# Tire Load Ratings



## PDX_Doug (Nov 16, 2004)

Well, step one in our acquisition of a new Outback is complete. This weekend we took delivery of a new Nissan Titan LE CrewCab tow vehicle.

Step two will be a new 28RS-S in the spring (Why pay loan payments and storage through the winter, right?).

The Titan is equiped with the BigTow package (9400# tow rating) and P265/70R18 Goodyear Wrangler SR-A tires. Load rating is listed as 'SL', and a Service description 114S.

My question is: Will these tires be up to the task of pulling a 28RS-S? Several people have suggested that I really need an 'LT' tire with a load rating of 'E'. I do not know enough about the whole thing to know if they are correct or being overly cautious.

One thing I am finding, is that the choices in this tire size seem to be very limited!
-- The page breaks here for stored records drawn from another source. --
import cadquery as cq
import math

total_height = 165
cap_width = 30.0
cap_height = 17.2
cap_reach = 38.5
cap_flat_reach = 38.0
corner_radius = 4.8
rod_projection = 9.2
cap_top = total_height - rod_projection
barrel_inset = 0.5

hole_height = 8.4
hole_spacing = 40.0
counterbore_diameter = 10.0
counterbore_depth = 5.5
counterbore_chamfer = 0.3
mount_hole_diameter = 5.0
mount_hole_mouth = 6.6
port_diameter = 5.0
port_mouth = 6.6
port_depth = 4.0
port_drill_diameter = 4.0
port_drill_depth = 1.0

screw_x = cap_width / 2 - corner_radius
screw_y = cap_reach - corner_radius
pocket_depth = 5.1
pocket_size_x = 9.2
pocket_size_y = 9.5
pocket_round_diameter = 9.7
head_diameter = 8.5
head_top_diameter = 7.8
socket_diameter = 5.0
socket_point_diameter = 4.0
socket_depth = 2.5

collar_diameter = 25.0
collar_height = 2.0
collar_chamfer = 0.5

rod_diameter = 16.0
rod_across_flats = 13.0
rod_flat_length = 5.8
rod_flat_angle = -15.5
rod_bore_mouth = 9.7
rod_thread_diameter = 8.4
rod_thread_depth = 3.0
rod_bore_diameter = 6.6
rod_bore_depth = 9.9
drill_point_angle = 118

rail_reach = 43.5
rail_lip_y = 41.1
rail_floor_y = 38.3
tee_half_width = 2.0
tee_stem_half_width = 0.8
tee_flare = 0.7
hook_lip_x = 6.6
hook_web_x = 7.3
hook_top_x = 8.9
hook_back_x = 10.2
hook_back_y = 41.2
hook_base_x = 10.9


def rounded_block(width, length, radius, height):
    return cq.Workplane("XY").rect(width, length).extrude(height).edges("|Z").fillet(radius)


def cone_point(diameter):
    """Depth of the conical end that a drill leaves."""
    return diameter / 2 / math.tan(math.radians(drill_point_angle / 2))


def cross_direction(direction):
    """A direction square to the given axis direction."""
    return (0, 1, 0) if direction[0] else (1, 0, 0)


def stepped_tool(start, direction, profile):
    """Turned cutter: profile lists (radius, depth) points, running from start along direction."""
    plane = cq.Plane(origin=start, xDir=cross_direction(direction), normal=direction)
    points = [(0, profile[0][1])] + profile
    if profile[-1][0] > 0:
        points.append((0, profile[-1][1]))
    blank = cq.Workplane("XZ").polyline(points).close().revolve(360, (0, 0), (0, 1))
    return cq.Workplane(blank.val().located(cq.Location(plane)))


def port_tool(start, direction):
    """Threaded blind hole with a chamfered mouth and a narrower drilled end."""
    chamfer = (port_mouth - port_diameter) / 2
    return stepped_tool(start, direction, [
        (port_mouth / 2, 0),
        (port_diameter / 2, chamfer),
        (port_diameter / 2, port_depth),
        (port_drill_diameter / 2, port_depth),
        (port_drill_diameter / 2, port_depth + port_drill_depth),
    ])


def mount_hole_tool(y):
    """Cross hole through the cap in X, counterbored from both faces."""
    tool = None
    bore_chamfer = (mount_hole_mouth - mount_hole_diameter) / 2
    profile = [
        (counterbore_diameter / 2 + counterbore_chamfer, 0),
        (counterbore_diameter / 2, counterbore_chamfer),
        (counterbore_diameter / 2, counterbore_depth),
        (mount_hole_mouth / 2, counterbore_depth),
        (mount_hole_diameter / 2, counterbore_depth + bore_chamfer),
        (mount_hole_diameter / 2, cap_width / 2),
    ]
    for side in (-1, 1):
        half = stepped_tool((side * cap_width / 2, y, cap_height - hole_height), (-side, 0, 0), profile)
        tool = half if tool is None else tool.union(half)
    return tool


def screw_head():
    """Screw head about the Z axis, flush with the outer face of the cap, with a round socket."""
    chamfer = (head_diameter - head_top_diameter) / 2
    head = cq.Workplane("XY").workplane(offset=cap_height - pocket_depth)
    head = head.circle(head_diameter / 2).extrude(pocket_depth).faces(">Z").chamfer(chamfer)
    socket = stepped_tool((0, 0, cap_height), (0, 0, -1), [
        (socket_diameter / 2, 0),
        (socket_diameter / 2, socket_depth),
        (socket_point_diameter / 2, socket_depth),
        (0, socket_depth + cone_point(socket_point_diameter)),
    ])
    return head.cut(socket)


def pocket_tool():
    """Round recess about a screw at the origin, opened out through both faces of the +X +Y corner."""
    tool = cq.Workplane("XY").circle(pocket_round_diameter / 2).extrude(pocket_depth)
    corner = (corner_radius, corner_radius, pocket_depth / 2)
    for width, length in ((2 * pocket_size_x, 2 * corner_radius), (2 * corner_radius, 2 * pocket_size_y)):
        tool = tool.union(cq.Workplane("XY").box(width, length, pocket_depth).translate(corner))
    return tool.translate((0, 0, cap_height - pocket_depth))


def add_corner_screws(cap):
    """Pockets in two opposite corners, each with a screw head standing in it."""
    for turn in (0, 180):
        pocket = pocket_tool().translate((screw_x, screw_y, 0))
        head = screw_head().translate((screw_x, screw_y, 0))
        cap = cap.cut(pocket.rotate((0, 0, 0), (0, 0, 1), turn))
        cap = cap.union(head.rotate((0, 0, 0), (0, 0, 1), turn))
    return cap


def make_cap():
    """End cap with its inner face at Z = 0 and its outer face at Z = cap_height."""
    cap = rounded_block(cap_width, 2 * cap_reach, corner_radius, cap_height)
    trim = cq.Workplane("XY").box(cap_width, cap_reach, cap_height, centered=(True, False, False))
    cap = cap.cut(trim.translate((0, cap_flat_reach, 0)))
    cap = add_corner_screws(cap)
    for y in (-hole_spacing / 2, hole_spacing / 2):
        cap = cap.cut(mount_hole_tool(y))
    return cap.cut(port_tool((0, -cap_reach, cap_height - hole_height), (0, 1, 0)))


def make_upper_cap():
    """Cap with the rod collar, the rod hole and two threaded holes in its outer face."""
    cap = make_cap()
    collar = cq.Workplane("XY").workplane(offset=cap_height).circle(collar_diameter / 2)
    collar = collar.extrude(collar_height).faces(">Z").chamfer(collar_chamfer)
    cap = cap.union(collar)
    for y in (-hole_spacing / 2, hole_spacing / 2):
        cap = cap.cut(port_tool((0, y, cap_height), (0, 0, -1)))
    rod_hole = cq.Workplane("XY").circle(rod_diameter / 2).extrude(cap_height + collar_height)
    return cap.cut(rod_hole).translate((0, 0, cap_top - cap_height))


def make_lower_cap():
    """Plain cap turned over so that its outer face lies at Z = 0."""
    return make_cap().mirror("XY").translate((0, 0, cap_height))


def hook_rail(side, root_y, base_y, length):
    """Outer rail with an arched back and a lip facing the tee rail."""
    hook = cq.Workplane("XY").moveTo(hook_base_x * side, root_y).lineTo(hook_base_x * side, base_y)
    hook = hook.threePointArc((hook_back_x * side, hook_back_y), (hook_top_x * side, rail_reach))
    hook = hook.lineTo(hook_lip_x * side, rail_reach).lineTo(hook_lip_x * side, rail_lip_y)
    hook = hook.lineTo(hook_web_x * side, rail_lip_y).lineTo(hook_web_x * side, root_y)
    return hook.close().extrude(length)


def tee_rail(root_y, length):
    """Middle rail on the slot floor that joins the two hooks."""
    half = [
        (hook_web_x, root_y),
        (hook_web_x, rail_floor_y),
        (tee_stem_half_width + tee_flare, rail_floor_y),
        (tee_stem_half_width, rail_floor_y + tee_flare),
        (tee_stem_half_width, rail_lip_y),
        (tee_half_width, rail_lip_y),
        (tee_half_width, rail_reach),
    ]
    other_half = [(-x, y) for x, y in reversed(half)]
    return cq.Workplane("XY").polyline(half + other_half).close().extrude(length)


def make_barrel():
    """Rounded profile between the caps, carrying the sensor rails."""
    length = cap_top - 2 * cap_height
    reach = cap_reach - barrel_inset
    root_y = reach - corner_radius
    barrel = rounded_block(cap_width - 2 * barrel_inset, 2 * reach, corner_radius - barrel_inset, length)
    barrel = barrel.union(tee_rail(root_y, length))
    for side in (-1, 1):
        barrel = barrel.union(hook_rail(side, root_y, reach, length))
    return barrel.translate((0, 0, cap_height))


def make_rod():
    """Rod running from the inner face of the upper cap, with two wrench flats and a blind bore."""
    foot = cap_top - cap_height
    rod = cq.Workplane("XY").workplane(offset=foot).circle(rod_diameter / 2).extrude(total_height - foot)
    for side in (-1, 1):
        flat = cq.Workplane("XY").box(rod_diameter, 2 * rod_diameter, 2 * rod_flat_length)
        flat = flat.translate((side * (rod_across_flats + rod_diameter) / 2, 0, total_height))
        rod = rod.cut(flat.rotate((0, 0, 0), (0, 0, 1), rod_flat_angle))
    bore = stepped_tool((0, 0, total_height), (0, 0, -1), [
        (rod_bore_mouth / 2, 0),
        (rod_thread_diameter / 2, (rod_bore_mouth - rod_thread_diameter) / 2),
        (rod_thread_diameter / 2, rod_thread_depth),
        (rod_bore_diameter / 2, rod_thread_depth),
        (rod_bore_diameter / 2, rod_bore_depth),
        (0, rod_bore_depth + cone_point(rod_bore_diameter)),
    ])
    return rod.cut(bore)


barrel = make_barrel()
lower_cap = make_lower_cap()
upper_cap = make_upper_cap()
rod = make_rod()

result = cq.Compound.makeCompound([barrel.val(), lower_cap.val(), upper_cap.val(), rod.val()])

P.S., I am also looking for some good - studable - snow tires for the Titan. Any suggestions?

Thanks for any help, it is appreciated.

Doug


----------



## camping479 (Aug 27, 2003)

Welcome to the elite group known as outbackers







and congrats on your new ride.

Hopefully JollyMon or someone else who has a titan can chime in and give you some input on how your truck will tow.

Your tires are most likely up to the task weight wise. The reason for LT tires is to get the stiffer sidewall to reduce side to side movement which can in the worst case lead to sway or may make the rear end of the truck feel squishy under load. When I made the switch to LT's, my wife noticed an immediate difference, and for her to notice...............................







that's a big difference.

A good place to look for tires is tirerack.com, they have good prices and a huge selection.

Mike


----------



## CamperAndy (Aug 26, 2004)

For that truck the stock tires are fine for the job. No need to spend another 600 - 1000 dollars on new tires when you have new ones with the truck.
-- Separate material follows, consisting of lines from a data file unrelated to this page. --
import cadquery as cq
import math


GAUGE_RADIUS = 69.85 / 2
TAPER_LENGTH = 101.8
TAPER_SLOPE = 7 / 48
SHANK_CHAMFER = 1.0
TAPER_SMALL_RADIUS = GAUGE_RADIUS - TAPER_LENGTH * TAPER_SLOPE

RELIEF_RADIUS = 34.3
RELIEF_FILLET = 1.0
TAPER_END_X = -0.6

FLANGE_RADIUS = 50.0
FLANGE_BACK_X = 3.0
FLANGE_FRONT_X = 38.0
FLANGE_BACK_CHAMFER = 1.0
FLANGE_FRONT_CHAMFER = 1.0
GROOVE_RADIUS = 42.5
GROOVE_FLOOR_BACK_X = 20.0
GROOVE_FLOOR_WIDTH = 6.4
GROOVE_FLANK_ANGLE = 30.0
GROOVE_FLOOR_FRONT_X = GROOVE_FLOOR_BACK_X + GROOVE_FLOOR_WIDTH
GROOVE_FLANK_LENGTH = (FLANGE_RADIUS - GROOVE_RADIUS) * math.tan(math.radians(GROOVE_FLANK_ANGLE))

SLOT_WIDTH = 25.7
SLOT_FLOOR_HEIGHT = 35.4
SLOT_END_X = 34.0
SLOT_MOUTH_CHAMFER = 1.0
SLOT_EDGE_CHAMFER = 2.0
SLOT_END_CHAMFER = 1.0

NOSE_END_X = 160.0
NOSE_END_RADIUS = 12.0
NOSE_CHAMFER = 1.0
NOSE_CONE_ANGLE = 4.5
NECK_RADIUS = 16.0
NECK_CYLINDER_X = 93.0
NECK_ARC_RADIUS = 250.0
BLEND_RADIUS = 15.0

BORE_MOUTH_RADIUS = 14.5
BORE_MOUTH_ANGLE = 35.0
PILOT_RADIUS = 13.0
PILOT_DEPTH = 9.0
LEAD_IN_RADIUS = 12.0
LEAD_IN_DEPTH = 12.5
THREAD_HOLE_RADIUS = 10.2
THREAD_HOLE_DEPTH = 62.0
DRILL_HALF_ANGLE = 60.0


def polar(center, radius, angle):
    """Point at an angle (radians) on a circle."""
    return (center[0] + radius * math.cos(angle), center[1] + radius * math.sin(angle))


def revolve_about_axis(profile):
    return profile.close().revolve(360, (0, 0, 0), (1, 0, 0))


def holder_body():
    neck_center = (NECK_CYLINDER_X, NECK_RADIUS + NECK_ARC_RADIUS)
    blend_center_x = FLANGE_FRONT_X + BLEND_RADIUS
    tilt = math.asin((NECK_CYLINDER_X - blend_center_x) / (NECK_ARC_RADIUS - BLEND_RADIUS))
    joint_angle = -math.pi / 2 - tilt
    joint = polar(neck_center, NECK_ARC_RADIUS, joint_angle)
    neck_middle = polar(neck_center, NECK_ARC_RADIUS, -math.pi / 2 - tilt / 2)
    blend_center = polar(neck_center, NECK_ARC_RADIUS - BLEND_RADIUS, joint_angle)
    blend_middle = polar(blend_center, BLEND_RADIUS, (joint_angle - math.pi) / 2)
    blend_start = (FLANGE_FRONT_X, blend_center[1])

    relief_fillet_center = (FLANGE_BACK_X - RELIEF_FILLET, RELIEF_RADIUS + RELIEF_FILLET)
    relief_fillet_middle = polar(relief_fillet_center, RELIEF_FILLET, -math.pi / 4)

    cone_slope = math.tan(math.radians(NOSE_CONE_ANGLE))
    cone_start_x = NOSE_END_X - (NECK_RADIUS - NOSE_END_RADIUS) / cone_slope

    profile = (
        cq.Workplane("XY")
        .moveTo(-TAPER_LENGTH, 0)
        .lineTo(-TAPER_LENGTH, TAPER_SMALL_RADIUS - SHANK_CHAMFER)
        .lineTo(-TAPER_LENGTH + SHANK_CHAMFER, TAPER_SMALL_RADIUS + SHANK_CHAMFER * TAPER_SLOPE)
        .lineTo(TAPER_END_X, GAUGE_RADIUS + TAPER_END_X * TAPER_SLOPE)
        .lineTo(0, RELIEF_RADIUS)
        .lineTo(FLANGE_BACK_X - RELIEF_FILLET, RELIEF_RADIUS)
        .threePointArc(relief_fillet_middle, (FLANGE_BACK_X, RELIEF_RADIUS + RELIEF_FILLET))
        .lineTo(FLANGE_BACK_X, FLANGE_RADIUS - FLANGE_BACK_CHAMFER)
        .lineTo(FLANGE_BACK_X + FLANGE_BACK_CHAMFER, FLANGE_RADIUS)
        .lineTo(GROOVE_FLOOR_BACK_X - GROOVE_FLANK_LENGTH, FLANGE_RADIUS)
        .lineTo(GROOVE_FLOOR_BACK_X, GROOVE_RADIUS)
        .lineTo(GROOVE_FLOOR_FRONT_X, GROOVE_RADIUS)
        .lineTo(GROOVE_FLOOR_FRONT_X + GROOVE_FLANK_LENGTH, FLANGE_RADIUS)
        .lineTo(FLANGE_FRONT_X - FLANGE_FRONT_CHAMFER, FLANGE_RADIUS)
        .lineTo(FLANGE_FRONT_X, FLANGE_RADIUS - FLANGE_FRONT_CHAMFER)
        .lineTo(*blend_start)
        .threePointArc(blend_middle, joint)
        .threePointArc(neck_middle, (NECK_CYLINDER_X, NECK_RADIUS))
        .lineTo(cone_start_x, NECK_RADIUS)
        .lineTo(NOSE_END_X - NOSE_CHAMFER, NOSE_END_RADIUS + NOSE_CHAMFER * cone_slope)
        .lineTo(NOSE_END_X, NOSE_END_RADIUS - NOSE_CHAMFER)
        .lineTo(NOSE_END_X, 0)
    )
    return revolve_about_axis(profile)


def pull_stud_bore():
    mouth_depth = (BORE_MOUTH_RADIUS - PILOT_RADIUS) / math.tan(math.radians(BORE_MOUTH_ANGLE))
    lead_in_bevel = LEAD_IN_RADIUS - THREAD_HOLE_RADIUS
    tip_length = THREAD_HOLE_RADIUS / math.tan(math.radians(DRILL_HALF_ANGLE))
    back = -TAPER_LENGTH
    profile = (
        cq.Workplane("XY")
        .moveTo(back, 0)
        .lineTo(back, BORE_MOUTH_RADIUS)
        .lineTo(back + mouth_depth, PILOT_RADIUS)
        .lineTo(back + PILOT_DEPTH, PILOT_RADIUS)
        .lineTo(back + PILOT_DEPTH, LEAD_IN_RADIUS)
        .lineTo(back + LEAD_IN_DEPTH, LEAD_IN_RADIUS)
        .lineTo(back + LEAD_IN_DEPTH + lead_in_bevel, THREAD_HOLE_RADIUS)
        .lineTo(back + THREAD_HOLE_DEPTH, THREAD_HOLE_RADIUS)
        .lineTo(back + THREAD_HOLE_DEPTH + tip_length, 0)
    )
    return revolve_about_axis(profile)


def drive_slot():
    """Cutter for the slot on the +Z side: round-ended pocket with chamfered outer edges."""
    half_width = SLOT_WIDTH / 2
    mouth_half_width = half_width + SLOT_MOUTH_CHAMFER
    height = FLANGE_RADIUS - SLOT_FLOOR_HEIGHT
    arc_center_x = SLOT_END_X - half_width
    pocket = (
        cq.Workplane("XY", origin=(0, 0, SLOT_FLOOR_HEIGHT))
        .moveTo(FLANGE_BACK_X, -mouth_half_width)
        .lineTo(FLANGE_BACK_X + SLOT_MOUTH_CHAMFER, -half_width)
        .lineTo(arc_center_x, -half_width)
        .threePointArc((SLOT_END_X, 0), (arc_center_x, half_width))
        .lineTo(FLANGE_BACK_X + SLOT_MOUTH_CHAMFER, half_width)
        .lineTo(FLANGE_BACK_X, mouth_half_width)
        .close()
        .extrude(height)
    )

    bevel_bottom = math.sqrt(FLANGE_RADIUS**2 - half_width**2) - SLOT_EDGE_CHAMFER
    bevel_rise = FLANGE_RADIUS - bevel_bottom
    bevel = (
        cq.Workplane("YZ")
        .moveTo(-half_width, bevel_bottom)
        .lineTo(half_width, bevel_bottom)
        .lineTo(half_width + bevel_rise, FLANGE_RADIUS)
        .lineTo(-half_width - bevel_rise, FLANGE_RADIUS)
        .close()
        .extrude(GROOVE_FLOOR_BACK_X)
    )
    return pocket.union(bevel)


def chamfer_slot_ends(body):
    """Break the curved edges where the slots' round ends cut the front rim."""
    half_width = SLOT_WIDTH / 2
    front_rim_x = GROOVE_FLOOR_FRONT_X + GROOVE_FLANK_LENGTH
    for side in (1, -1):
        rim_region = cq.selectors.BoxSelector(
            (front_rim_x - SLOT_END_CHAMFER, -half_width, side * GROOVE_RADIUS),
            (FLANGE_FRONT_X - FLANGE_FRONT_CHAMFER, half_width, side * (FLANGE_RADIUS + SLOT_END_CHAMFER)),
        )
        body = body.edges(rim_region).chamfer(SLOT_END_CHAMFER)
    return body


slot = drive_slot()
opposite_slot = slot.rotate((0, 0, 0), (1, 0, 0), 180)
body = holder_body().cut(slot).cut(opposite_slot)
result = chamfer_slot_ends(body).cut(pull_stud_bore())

Most people recommend getting "LT" tires for the SUV's that are pulling as they tend to come with "P" tires, as they more for comfort then towing.

By the way welcome to Outbackers and happy camping in the spring.


----------



## PDX_Doug (Nov 16, 2004)

Mike and Andy,

Thanks for the warm welcome! I have been watching the site for a few weeks and am impressed with the friendly nature, and sense of community here. Very reassuring for a neophyte such as myself.

As to the stock tires, I took another look at them, and they are 'P' tires, and are marked as 'normal loading'.

A set of 18" LT, 'E' rated tires looks to run about $1,000-1,200. Or, as the local mega dealer (Les Schwab) suggested, I could switch to a 17" setup and save quite a bit on the tire costs, as 17" is much more common at this point in time. Of course, doing tires and wheels is going to run about $1,000-1,200.....I think I see a pattern forming here.....hmm.

Any ideas on the merits of 17" vs. 18"? I would like to preserve ride quality as much as possible. Even with the extensive use I plan to give my Outback, the truck is my daily commuter, and the percentage of towing miles to total miles driven will be pretty small.

Again, thanks for the opinions, and the warm welcome. I hope to be a member of this forum and community for a long time to come.

Doug


----------



## hatcityhosehauler (Feb 13, 2004)

My suggestion is to tow the Outback with stock tires. If the ride is not palitable, then decide whether or not your going move to LT's. I have P265's on my Avalanche, and they are definately softer when the tongue is sitting on the back, but I can't justifiy swapping to LT's until I've used all the tread off the stock tires. When I replace them, I will get LT's.

One more thing, like Mike said, you will notice a definate change in the ride with the LT's. Especially when not towing. Your Titan will definately ride like a truck, and not a car.

Tim


----------



## camping479 (Aug 27, 2003)

One of the first comments my wife made after puttin LT's on her Yukon was something about having the teeth knocked out of her head







But she got used to it and now likes the truck ride and the rumbling Gibson she's got.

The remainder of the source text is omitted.